Stored items from a collection:
________________________________________

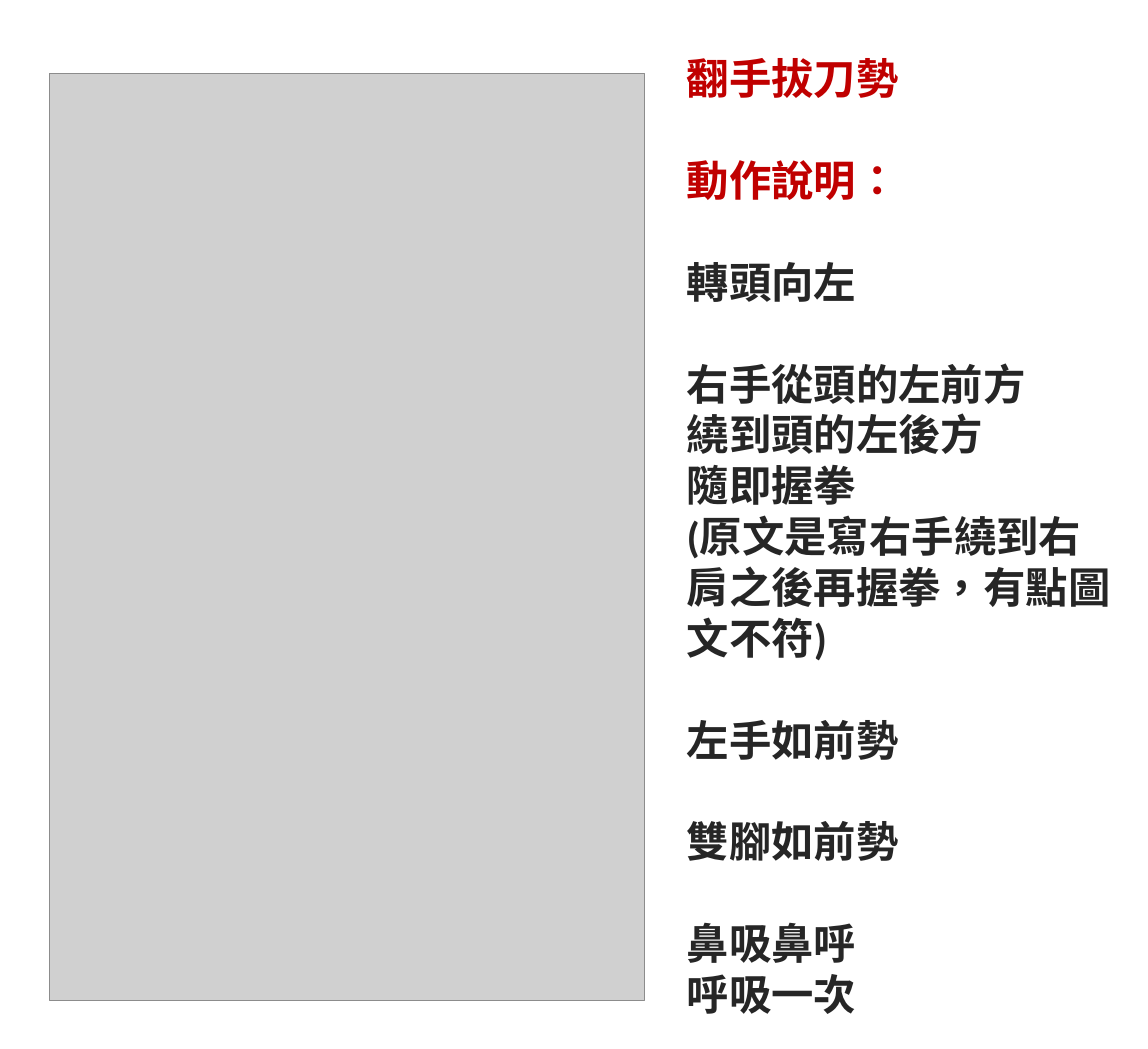
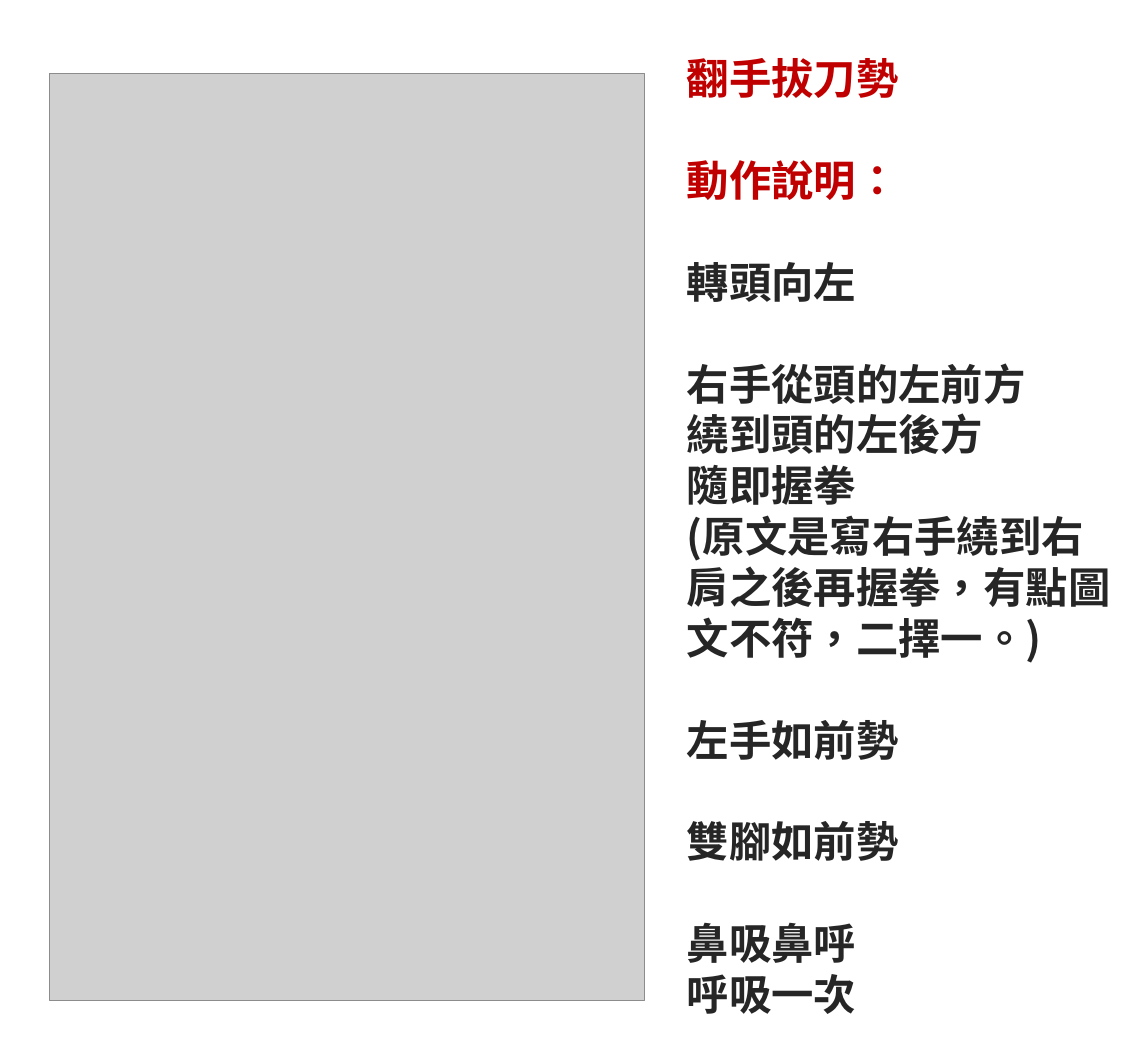
Before and after one commit to ganson888/Yi-Jin-Jing, a slide deck: slide 6 of 單一圖說檔案(含補充說明)/02_側身圖說(補充動作說明).pptx. Drawn at 1148x1049 pixels with LibreOffice and Linux fonts; fonts in the diff are those of the drawing; grey boxes stand for pictures. Boxes give left, top, right and bottom in pixels: in the first picture for what was removed or moved away, otherwise in the second. Text is boxed around its words. In the diff, an @@ line names an element or a change of style, - is before the commit and + after.

```diff
--- a/單一圖說檔案(含補充說明)/02_側身圖說(補充動作說明).pptx
+++ b/單一圖說檔案(含補充說明)/02_側身圖說(補充動作說明).pptx
@@ text at [687, 58, 1026, 1014]: font Calibri to Noto Sans CJK TC in "翻手拔刀勢", "動作說明：", "轉頭向左", "右手從頭的左前方" and 6 more places @@
@@ text at [687, 515, 1111, 663]: text changed; font Calibri to Noto Sans CJK TC @@
-(原文是寫右手繞到右肩之後再握拳，有點圖文不符)
+(原文是寫右手繞到右肩之後再握拳，有點圖文不符，二擇一。)
```
Also in this commit, not shown: 8 other slides changed, 4 other files.

________________________________________

None of the pictures should appear; repeat the records exactly otherwise.

-- Worked solution --
Before and after one commit to ganson888/Yi-Jin-Jing, a slide deck: slide 6 of 單一圖說檔案(含補充說明)/02_側身圖說(補充動作說明).pptx. Drawn at 1148x1049 pixels with LibreOffice and Linux fonts; fonts in the diff are those of the drawing; grey boxes stand for pictures. Boxes give left, top, right and bottom in pixels: in the first picture for what was removed or moved away, otherwise in the second. Text is boxed around its words. In the diff, an @@ line names an element or a change of style, - is before the commit and + after.

```diff
--- a/單一圖說檔案(含補充說明)/02_側身圖說(補充動作說明).pptx
+++ b/單一圖說檔案(含補充說明)/02_側身圖說(補充動作說明).pptx
@@ text at [687, 58, 1026, 1014]: font Calibri to Noto Sans CJK TC in "翻手拔刀勢", "動作說明：", "轉頭向左", "右手從頭的左前方" and 6 more places @@
@@ text at [687, 515, 1111, 663]: text changed; font Calibri to Noto Sans CJK TC @@
-(原文是寫右手繞到右肩之後再握拳，有點圖文不符)
+(原文是寫右手繞到右肩之後再握拳，有點圖文不符，二擇一。)
```
Also in this commit, not shown: 8 other slides changed, 4 other files.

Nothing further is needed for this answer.